As of the census of 2000, there were 4,023 people, 1,428 households, and 1,122 families residing in the town. The population density was 343.6 PD/sqmi. There were 1,479 housing units at an average density of 126.3 /sqmi. The racial makeup of the town was 97.59% White, 0.57% African American, 0.27% Native American, 0.35% Asian, 0.02% Pacific Islander, 0.30% from other races, and 0.89% from two or more races. Hispanic or Latino of any race were 0.85% of the population.

There were 1,428 households, out of which 42.3% had children under the age of 18 living with them, 68.3% were married couples living together, 6.8% had a female householder with no husband present, and 21.4% were non-families. 16.5% of all households were made up of individuals, and 4.1% had someone living alone who was 65 years of age or older. The average household size was 2.82 and the average family size was 3.18.

In the town, the population was spread out, with 29.2% under the age of 18, 4.4% from 18 to 24, 37.0% from 25 to 44, 22.2% from 45 to 64, and 7.1% who were 65 years of age or older. The median age was 35 years. For every 100 females, there were 104.7 males. For every 100 females age 18 and over, there were 101.5 males.

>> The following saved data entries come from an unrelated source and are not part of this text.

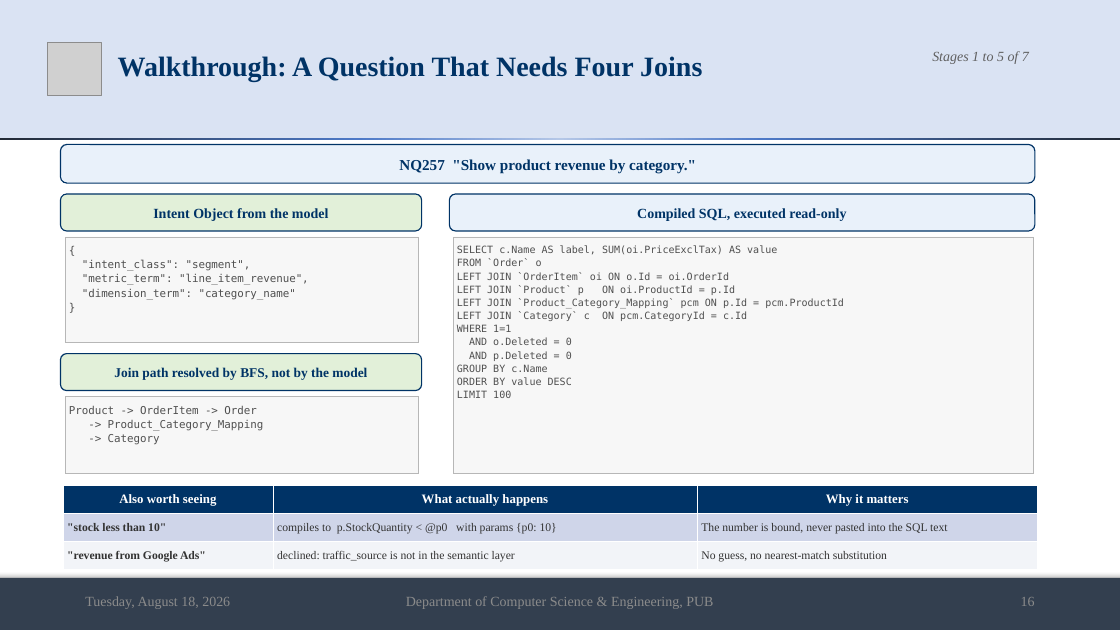
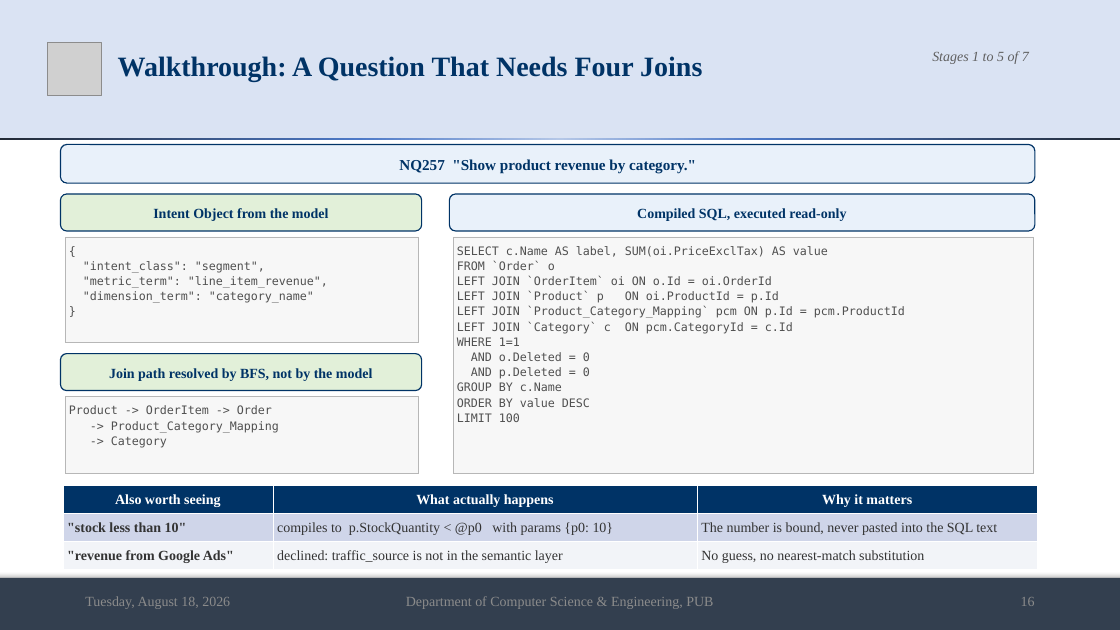
Before and after one commit to md-riaz/AEGIS-Research, a slide deck: slide 16 of docs/scripts/Md_Riaz_Final_Defense_0322310105101024.pptx. Drawn at 1120x630 pixels with LibreOffice and Linux fonts; fonts in the diff are those of the drawing; grey boxes stand for pictures. Boxes give left, top, right and bottom in pixels: in the first picture for what was removed or moved away, otherwise in the second. Text is boxed around its words. In the diff, an @@ line names an element or a change of style, - is before the commit and + after.

```diff
--- a/docs/scripts/Md_Riaz_Final_Defense_0322310105101024.pptx
+++ b/docs/scripts/Md_Riaz_Final_Defense_0322310105101024.pptx
@@ rectangle "{" at <box>66,237,418,342</box>: size 9.3 to 10 pt @@
@@ rectangle "SELECT c.Name AS label, SUM(oi.PriceExclTax) ..." at <box>454,237,1033,474</box>: size 8.6 to 10 pt @@
@@ rounded rectangle "Join path resolved by BFS, ..." at <box>60,354,422,391</box>: size 11.5 to 12 pt @@
@@ rectangle "Product -> OrderItem -> Order" at <box>66,397,418,474</box>: size 9.3 to 10 pt @@
@@ table at <box>63,486,1038,570</box> @@
@@ size 11 to 12 pt in "Also worth seeing", "What actually happens", "Why it matters" @@
@@ size 10 to 12 pt in ""stock less than 10"", "compiles to p.StockQuantity < @p0 with params ...", "The number is bound, never pasted into ...", ""revenue from Google Ads"" and 2 more places @@
```
Also in this commit, not shown: 18 other slides changed, 1 slide added, 7 other files.

The median income for a household in the town was $57,287, and the median income for a family was $63,239. Males had a median income of $45,122 versus $29,351 for females. The per capita income for the town was $22,152. About 3.2% of families and 4.0% of the population were below the poverty line, including 5.5% of those under age 18 and 8.4% of those age 65 or over.

Historical population
| Census | Pop. | Note | %± |
| 1790 | 420 |  | — |
| 1840 | 538 |  | — |
| 1850 | 614 |  | 14.1% |
| 1860 | 629 |  | 2.4% |
| 1870 | 548 |  | −12.9% |
| 1880 | 613 |  | 11.9% |
| 1890 | 666 |  | 8.6% |
| 1900 | 615 |  | −7.7% |
| 1910 | 517 |  | −15.9% |
| 1920 | 463 |  | −10.4% |
| 1930 | 406 |  | −12.3% |
| 1940 | 457 |  | 12.6% |
| 1950 | 508 |  | 11.2% |
| 1960 | 605 |  | 19.1% |
| 1970 | 924 |  | 52.7% |
| 1980 | 1,318 |  | 42.6% |
| 1990 | 2,534 |  | 92.3% |
| 2000 | 4,023 |  | 58.8% |
| 2010 | 4,387 |  | 9.0% |
| 2020 | 4,408 |  | 0.5% |
U.S. Decennial Census

== Transportation ==
Two New Hampshire state routes cross Danville.

- NH 111 crosses southern Danville, connecting to Hampstead to Kingston.
- NH 111A begins in southern Danville at the point where NH 111 enters town from Hampstead, and heads north along Main Street. It leaves at the town's northern border with Fremont.